- [YOUR OBJECTIVE] Set down every entry exactly as it was written.

- [INFORMATION SHOWN]
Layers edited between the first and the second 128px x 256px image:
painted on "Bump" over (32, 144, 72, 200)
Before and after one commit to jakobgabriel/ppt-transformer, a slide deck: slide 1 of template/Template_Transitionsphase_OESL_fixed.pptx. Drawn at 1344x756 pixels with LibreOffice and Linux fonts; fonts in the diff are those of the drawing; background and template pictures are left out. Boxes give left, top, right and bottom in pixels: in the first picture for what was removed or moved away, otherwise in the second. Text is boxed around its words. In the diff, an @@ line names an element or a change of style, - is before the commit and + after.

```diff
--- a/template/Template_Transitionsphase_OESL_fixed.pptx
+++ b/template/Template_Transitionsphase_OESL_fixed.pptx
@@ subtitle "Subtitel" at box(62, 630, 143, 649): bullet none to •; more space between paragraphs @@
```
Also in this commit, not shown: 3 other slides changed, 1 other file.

- [TASK SOLUTION]
Layers edited between the first and the second 128px x 256px image:
painted on "Bump" over (32, 144, 72, 200)
Before and after one commit to jakobgabriel/ppt-transformer, a slide deck: slide 1 of template/Template_Transitionsphase_OESL_fixed.pptx. Drawn at 1344x756 pixels with LibreOffice and Linux fonts; fonts in the diff are those of the drawing; background and template pictures are left out. Boxes give left, top, right and bottom in pixels: in the first picture for what was removed or moved away, otherwise in the second. Text is boxed around its words. In the diff, an @@ line names an element or a change of style, - is before the commit and + after.

```diff
--- a/template/Template_Transitionsphase_OESL_fixed.pptx
+++ b/template/Template_Transitionsphase_OESL_fixed.pptx
@@ subtitle "Subtitel" at box(62, 630, 143, 649): bullet none to •; more space between paragraphs @@
```
Also in this commit, not shown: 3 other slides changed, 1 other file.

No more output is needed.